Going Vegan? Here’s What You Should Know
Going Vegan? If you’re a new vegan, or interested in becoming one, you may be wondering where to start, or what should you eat, what are health benefits and side effects? Here below you can read all you should know about being a vegan.
What do vegans eat?
A vegan diet includes just about everything ( besides meat, of course!) you can imagine : beans, legumes like lentils, grains like rice, wheat and quinoa, baked goods and breads such as cookies, cakes, croissants and bagels, all veggies, squash (including pumpkin and butternut squash), fruits, nuts and sea vegetables such as seaweed, soy food products like edamame and tofu, meat substitutes such as veggie burgers and seitan, all oils, herbs and spices, most seasonings like soy sauce.
Focus on vitamins B and D
Vegans need to make sure they are consuming enough calcium, zinc, iron, vitamin D, and vitamin B12; nutrients that are more commonly found in animal products. It is possible to meet your needs of these nutrients with food, but supplements might be in order. For instance, we can find B12 only in nutritional yeast and B12-fortified food and vitamin D is only present in mushrooms.

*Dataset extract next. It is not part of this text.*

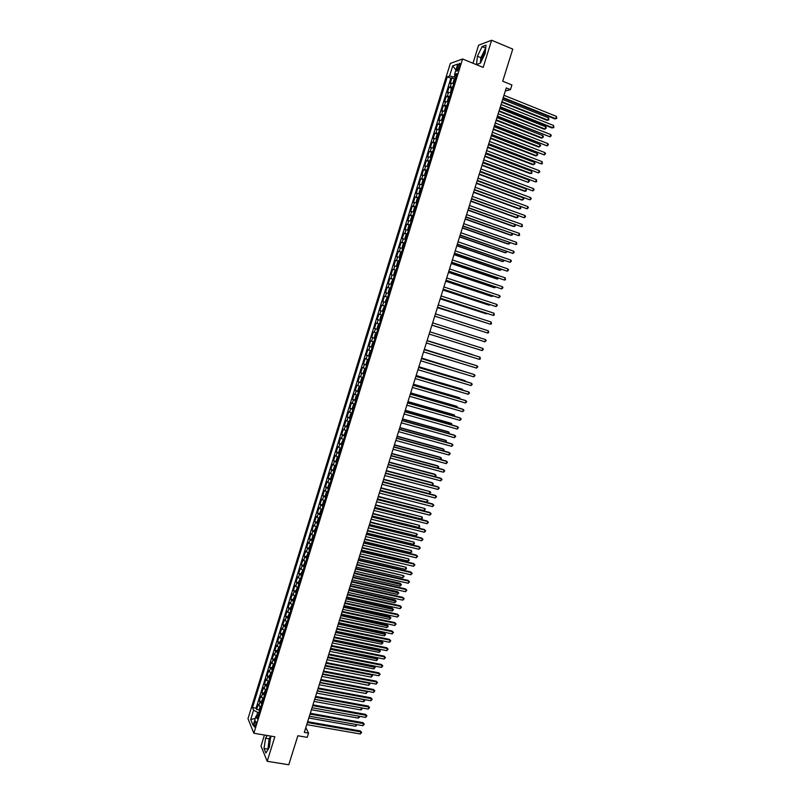 <?xml version="1.0" encoding="UTF-8"?>
<svg xmlns="http://www.w3.org/2000/svg" width="805" height="805" viewBox="0 0 805 805"><rect width="100%" height="100%" fill="white"/><g stroke="black" fill="none" stroke-linecap="round" stroke-linejoin="round"><path stroke-width="1.21" d="M270.852 737.4L269.725 740.127L268.689 748.328M255.567 725.365C256.242 722.568 256.181 721.159 255.396 721.159L254.521 722.83C253.857 725.627 253.917 727.036 254.692 727.046L255.567 725.365M481.239 61.472L482.044 57.276L485.485 50.383M264.443 735.035L261.021 746.074L267.2 761.288L288.774 764.75L297.85 735.76L307.248 737.36L308.567 733.124L305.789 727.66M450.327 63.404L247.99 718.694L253.847 733.244L462.583 58.986L450.327 63.404M462.583 58.986L483.171 67.409L491.624 40.25L478.583 45.191L472.988 63.243M491.624 40.25L512.755 49.115L502.712 81.214L511.92 84.958L510.461 89.617L506.275 87.926L304.31 732.399L308.567 733.124M453.879 83.297L450.216 83.428L451.927 77.884L454.614 78.96M452.732 87.01L449.069 87.121L451.776 88.198M449.069 87.121L447.359 92.656L451.052 92.414M449.623 97.043L448.294 98.17L447.439 100.937L448.144 101.822L444.511 101.873L446.222 96.348L448.928 97.415M445.276 111.09L441.663 111.08L443.374 105.556L446.101 106.622M442.418 120.337L438.816 120.277L440.526 114.763L443.263 115.819M439.56 129.555L435.978 129.454L437.689 123.95L440.436 125.006M436.713 138.772L433.15 138.631L434.851 133.127L437.618 134.183M433.865 147.979L430.313 147.788L432.013 142.294L434.801 143.34M431.017 157.166L427.485 156.925L429.186 151.441L431.983 152.487M428.18 166.343L424.658 166.061L426.358 160.577L429.176 161.624M425.342 175.51L421.84 175.178L423.531 169.714L426.368 170.751M422.504 184.667L419.023 184.285L420.713 178.821L423.561 179.857M419.677 193.804L416.215 193.381L417.896 187.927L420.763 188.964M416.849 202.93L413.408 202.468L415.088 197.024L417.966 198.05M414.032 212.047L410.6 211.544L412.281 206.1L415.239 207.147M411.214 221.154L407.793 220.6L409.473 215.166L412.613 216.263M408.397 230.25L404.996 229.646L406.676 224.223L409.916 225.34L408.688 226.195L407.843 228.912L408.507 229.908M405.589 239.327L402.208 238.683L403.879 233.269L407.119 234.376M402.782 248.393L399.411 247.709L401.091 242.295L404.331 243.402M399.984 257.449L396.624 256.725L398.304 251.311L401.544 252.408M397.177 266.495L393.846 265.72L395.517 260.327L398.757 261.404M394.39 275.531L391.069 274.706L392.729 269.323L395.98 270.389M391.592 284.547L388.292 283.682L389.952 278.299L393.202 279.365M388.805 293.563L385.515 292.648L387.185 287.274L390.425 288.321M386.018 302.559L382.747 301.603L384.408 296.23L387.658 297.276M383.24 311.535L379.98 310.549L381.64 305.186L384.891 306.212M377.223 319.474L380.473 320.491L377.223 319.474L378.883 314.121L382.123 315.137M379.356 324.093L376.116 323.047L374.466 328.39L377.716 329.396M376.579 333.059L373.359 331.952L371.709 337.295L374.959 338.291M373.812 341.994L370.612 340.857L368.962 346.19L372.212 347.176M371.045 350.93L367.865 349.742L366.215 355.075L369.465 356.041M368.288 359.855L365.118 358.627L363.468 363.941L366.728 364.906M365.53 368.76L362.381 367.493L360.731 372.806L363.981 373.751M362.773 377.656L359.634 376.348L357.994 381.651L361.254 382.596M360.026 386.541L356.907 385.193L355.267 390.485L358.517 391.421M357.279 395.416L354.17 394.017L352.54 399.31L355.79 400.236M354.542 404.281L351.443 402.842L349.813 408.125L353.063 409.041M351.795 413.126L348.726 411.647L347.086 416.93L350.175 417.785M349.068 421.971L345.999 420.441L344.369 425.714L347.307 426.519M346.331 430.796L343.282 429.226L341.652 434.499L344.882 435.485M343.604 439.611L340.575 438L338.945 443.263L342.155 444.29M340.877 448.415L337.858 446.765L336.238 452.018L339.106 452.772M338.16 457.21L335.152 455.519L333.532 460.762L336.379 461.507M335.444 465.994L332.455 464.254L330.835 469.496L333.673 470.231M332.727 474.759L329.758 472.988L328.138 478.22L330.956 478.935M330.02 483.513L327.061 481.702L325.441 486.924L328.249 487.639M327.313 492.268L324.365 490.406L322.755 495.628L325.542 496.323M324.606 501.002L321.678 499.1L320.068 504.312L322.845 504.997M321.909 509.726L318.991 507.784L317.381 512.986L320.149 513.66M319.213 518.44L316.315 516.458L314.705 521.65L317.462 522.314M316.466 527.295L313.638 525.122L312.028 530.304L314.775 530.958M313.829 535.828L310.961 533.765L309.351 538.948L312.088 539.592M311.143 544.512L308.285 542.409L306.685 547.581L309.402 548.215M308.456 553.176L305.618 551.033L304.018 556.205L306.725 556.819M305.779 561.83L302.952 559.646L301.362 564.808L304.059 565.422M303.103 570.473L300.295 568.25L298.705 573.412L301.392 574.005M300.436 579.107L297.639 576.843L296.049 581.995L298.725 582.589M297.759 587.731L294.982 585.426L293.392 590.568L296.059 591.152M295.103 596.344L292.336 593.999L290.746 599.141L293.402 599.705M292.436 604.947L289.689 602.563L288.099 607.695L290.746 608.248M289.78 613.531L287.043 611.106L285.463 616.238L288.099 616.781M287.123 622.114L284.406 619.649L282.817 624.771L285.443 625.304M284.477 630.677L281.77 628.172L280.19 633.283L282.807 633.817M281.8 639.22L279.134 636.695L277.554 641.796L280.16 642.32M279.184 647.784L276.507 645.197L274.928 650.299L277.524 650.802M276.538 656.317L273.871 653.69L272.301 658.782L274.897 659.285M273.901 664.839L271.255 662.173L269.685 667.265L272.261 667.758M271.265 673.352L268.629 670.646L267.059 675.727L269.635 676.21M268.639 681.845L266.012 679.108L264.443 684.18L267.019 684.663M266.012 690.338L263.406 687.561L261.836 692.632L264.392 693.095M263.386 698.821L260.79 696.003L259.23 701.064L261.776 701.517M457.582 66.563L456.948 68.636C456.425 70.548 456.516 71.383 457.21 71.152L459.675 65.849C460.188 63.937 460.098 63.102 459.403 63.343L457.582 66.563L459.242 67.238M258.274 715.323L256.05 716.068L257.197 718.805L456.858 73.658L454.533 74.432L456.183 75.851M256.05 716.068L253.142 725.466L250.717 719.519L253.595 710.231L252.478 707.585L447.298 76.817L449.552 76.073L452.712 65.849L457.733 64.078L454.533 74.432M451.927 77.884L450.85 78.236L256.081 708.219L256.624 709.487L259.17 709.93M260.76 707.283L258.184 704.435L256.624 709.487M261.816 703.902L259.23 701.064M264.432 695.429L261.836 692.632M267.059 686.947L264.443 684.18M269.685 678.454L267.059 675.727M272.321 669.941L269.685 667.265M274.958 661.428L272.301 658.782M277.594 652.905L274.928 650.299M280.241 644.362L277.554 641.796M282.887 635.809L280.19 633.283M285.534 627.256L282.817 624.771M288.19 618.683L285.463 616.238M290.836 610.099L288.099 607.695M293.503 601.506L290.746 599.141M296.16 592.903L293.392 590.568M298.826 584.289L296.049 581.995M301.503 575.656L298.705 573.412M304.169 567.022L301.362 564.808M306.846 558.368L304.018 556.205M309.533 549.704L306.685 547.581M312.219 541.04L309.351 538.948M314.906 532.357L312.028 530.304M317.593 523.663L314.705 521.65M320.289 514.959L317.381 512.986M322.986 506.234L320.068 504.312M325.683 497.51L322.755 495.628M328.39 488.766L325.441 486.924M331.097 480.011L328.138 478.22M333.813 471.257L330.835 469.496M336.53 462.483L333.532 460.762M339.247 453.698L336.238 452.018M341.964 444.893L338.945 443.263M344.691 436.089L341.652 434.499M347.428 427.264L344.369 425.714M350.155 418.439L347.086 416.93M352.892 409.594L349.813 408.125M355.639 400.739L352.54 399.31M358.376 391.874L355.267 390.485M361.123 382.989L357.994 381.651M363.88 374.104L360.731 372.806M366.637 365.198L363.468 363.941M369.394 356.283L366.215 355.075M372.151 347.358L368.962 346.19M374.919 338.422L371.709 337.295M377.686 329.476L374.466 328.39M378.883 314.121L382.134 315.127M381.64 305.186L384.911 306.152M384.408 296.23L387.688 297.156M387.185 287.274L390.475 288.16M389.952 278.299L393.273 279.144M392.729 269.323L396.06 270.108M395.517 260.327L398.857 261.072M398.304 251.311L401.665 252.025M401.091 242.295L404.462 242.959M403.879 233.269L407.27 233.883M406.676 224.223L410.087 224.796M409.473 215.166L412.905 215.69M412.281 206.1L415.722 206.583M415.088 197.024L418.55 197.456M417.896 187.927L421.377 188.32M420.713 178.821L424.205 179.173M423.531 169.714L427.042 170.016M426.358 160.577L429.88 160.839M429.186 151.441L432.718 151.652M432.013 142.294L435.565 142.455M434.851 133.127L438.423 133.248M437.689 123.95L441.271 124.02M440.526 114.763L444.129 114.793M443.374 105.556L446.996 105.546M446.222 96.348L449.854 96.288M454.936 74.784L454.251 77.008L449.552 76.073M455.65 77.572L454.251 77.008M267.2 761.288L274.827 736.786L253.847 733.244M505.329 90.945L510.461 89.617M259.119 712.606L257.691 712.365L256.604 715.887M450.85 78.236L447.298 76.817M256.081 708.219L252.478 707.585M253.595 710.231L257.691 712.365M455.892 70.005L452.712 65.849M250.717 719.519L255.326 718.412M477.395 56.239L476.53 64.491L480.394 63.193L485.174 53.482L486.009 45.15L482.094 46.61L477.395 56.239L480.887 57.678L480.323 63.223M267.18 735.498L265.59 738.205L264.01 748.499L265.881 753.047L269.373 747.191L270.651 736.082M485.717 48.028L480.887 57.678M485.606 48.069L482.094 46.61M270.701 736.183L269.152 738.799L267.864 749.727M267.592 749.083L264.01 748.499M269.152 738.799L265.59 738.205M503.075 98.13L554.766 118.888L555.772 118.707L503.246 97.606M556.486 116.433L556.728 118.496L555.772 118.707L556.486 116.433L503.97 95.292M455.358 78.518L454.02 79.685L453.155 82.462L453.919 83.146M454.936 78.578L453.718 83.267M501.797 102.235L546.927 120.287L547.893 120.116L548.608 117.882L502.662 99.458M454.765 80.279L454.473 81.386M501.948 101.732L547.893 120.116L548.849 119.905L548.608 117.882M500.187 107.357L551.898 127.935L552.884 127.774L500.348 106.854M553.609 125.51L553.85 127.552L552.884 127.774L553.609 125.51L501.072 104.539M497.299 116.574L550.016 136.82L497.45 116.091M550.731 134.566L551.264 135.693L550.016 136.82L550.731 134.566L498.174 113.777M494.421 125.771L547.138 145.866L494.562 125.308M547.853 143.602L548.396 144.729L547.138 145.866L547.853 143.602L495.286 123.004M491.533 134.958L544.271 154.892L491.674 134.516M544.985 152.638L545.528 153.755L544.271 154.892L544.985 152.638L492.398 132.221M452.068 87.846L450.659 92.444L451.152 88.932L452.491 87.785M498.949 111.291L544.1 129.192L545.066 129.042L545.77 126.808L499.814 108.544M451.897 89.546L451.605 90.653M499.1 110.808L545.066 129.042L546.303 127.935L545.77 126.808M449.2 97.093L448.194 101.672M496.122 120.348L541.282 138.088L542.238 137.947L542.942 135.723L496.977 117.611M449.029 98.794L448.737 99.911M496.262 119.875L542.238 137.947L543.476 136.84L542.942 135.723M446.765 106.29L445.447 107.397L444.591 110.154L445.336 110.909M493.284 129.384L538.465 146.973L539.41 146.852L540.115 144.628L494.129 126.677M446.222 108.041L445.879 109.148M493.425 128.941L539.41 146.852L540.648 145.735L540.115 144.628M443.907 115.528L442.589 116.604L441.744 119.371L442.478 120.136M443.485 115.558L442.428 120.277M490.456 138.41L535.647 155.848L536.593 155.747L537.297 153.524L491.302 135.723M443.314 117.268L443.022 118.385M490.587 137.977L536.593 155.747L537.831 154.62L537.297 153.524M488.665 144.135L541.403 163.918L488.796 143.713M542.127 161.664L542.379 163.667L541.403 163.918L542.127 161.664L489.51 141.418M441.049 124.745L439.751 125.801L438.896 128.559L439.621 129.353M440.637 124.775L439.58 129.484M487.629 147.416L532.84 164.713L533.775 164.623L534.48 162.399L488.464 144.759M440.456 126.496L440.164 127.603M487.76 147.013L533.775 164.623L535.023 163.495L534.48 162.399M485.787 153.292L538.545 172.914L485.918 152.9M539.259 170.67L539.803 171.767L538.545 172.914L539.259 170.67L486.633 150.605M438.202 133.952L436.904 134.988L436.048 137.746L436.773 138.551M484.811 156.422L530.032 173.558L530.968 173.488L531.672 171.274L485.636 153.775M437.608 135.693L437.316 136.81M484.932 156.029L530.968 173.488L531.924 173.236L531.672 171.274M482.92 162.449L535.687 181.91L483.04 162.067M536.402 179.666L536.663 181.648L535.687 181.91L536.402 179.666L483.755 159.782M435.354 143.149L434.066 144.165L433.211 146.923L433.935 147.748M434.942 143.169L433.895 147.868M481.994 165.407L528.161 182.343L528.855 180.129L482.819 162.791M434.428 145.997L434.77 144.89M482.104 165.045L528.161 182.343L529.398 181.206L528.855 180.129M480.062 171.586L532.84 190.896L480.172 171.234M533.544 188.652L534.097 189.728L532.84 190.896L533.544 188.652L480.887 168.939M432.516 152.336L431.228 153.332L430.383 156.079L431.088 156.925M479.186 174.383L524.437 191.228L525.353 191.188L526.057 188.984L479.991 171.787M431.973 154.077L431.631 155.184M479.287 174.041L525.353 191.188L526.319 190.926L526.057 188.984M477.194 180.712L529.982 199.861L477.305 180.38M530.696 197.628L531.25 198.694L529.982 199.861L530.696 197.628L478.019 178.096M429.669 161.503L428.401 162.479L427.546 165.226L428.26 166.092M476.369 183.349L521.64 200.043L522.556 200.022L523.25 197.819L477.174 180.783M429.085 163.244L428.793 164.351M476.469 183.027L522.556 200.022L523.803 198.865L523.25 197.819M474.346 189.829L527.144 208.827L474.437 189.517M527.849 206.583L528.402 207.64L527.144 208.827L527.849 206.583L475.151 187.233M426.841 170.67L425.573 171.616L424.728 174.363L425.422 175.238M473.561 192.304L518.843 208.847L519.758 208.847L520.433 206.714M426.248 172.401L425.956 173.508M473.662 192.003L519.758 208.847L520.724 208.565L520.503 206.744M471.489 198.936L524.297 217.773L471.579 198.634M525.011 215.539L525.564 216.585L524.297 217.773L525.011 215.539L472.294 196.36M424.004 179.817L422.746 180.743L421.901 183.48L422.595 184.385M423.611 179.807L422.565 184.476M470.764 201.25L516.055 217.642L516.961 217.652L517.595 215.66M423.47 181.548L423.128 182.644M470.855 200.958L516.961 217.652L517.927 217.37L517.806 215.74M468.641 208.022L521.459 226.708L468.721 207.75M522.163 224.474L522.445 226.406L521.459 226.708L522.163 224.474L469.436 205.476M421.176 188.954L419.928 189.859L419.083 192.596L419.767 193.512M467.967 210.175L513.278 226.426L514.174 226.457L514.757 224.595M420.592 190.674L420.301 191.781M468.047 209.914L514.174 226.457L515.14 226.155L515.12 224.726M465.793 217.098L518.621 235.634L465.874 216.847M519.336 233.4L519.607 235.322L518.621 235.634L519.336 233.4L466.588 214.573M462.956 226.165L515.794 244.539L463.026 225.933M516.498 242.315L516.78 244.227L515.794 244.539L516.498 242.315L463.74 223.659M460.118 235.221L512.966 253.444L460.178 235.01M513.671 251.22L514.234 252.227L512.966 253.444L513.671 251.22L460.893 232.746M457.28 244.267L510.139 262.329L457.341 244.076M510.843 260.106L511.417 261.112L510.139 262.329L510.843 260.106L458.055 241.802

Balance your diet properly
What many people don’t know is how to balance their vegan diet properly, because they often forget adequate plant sources of protein and eat way too many carbs. Quinoa has a surprising 8 grams of protein per cup, but it’s still way higher in carbohydrates (40 grams). So it’s not enough to consume loads of quinoa with edamame or a plate of pasta with some vegetables. Combinations of nuts, seeds, pulses, and whole grains, provide a good balance of macro and micro nutrients. And remember that vegan diet includes avocados and fruit, too, not just veggies.
Get enough protein
If you are veg-curious but afraid to stop eating meat because you’re not sure you’ll meet all your protein needs, fear not! Most vegans actually exceed their daily protein needs, because all plant foods, including fruits and veggies, have some protein in them. Beans, lentils, and peas are known as pulses and are rich in protein, and pea protein powder is a vegan-friendly option for smoothies. The recommended daily amount of protein is about 0.36 g for every pound of your weight.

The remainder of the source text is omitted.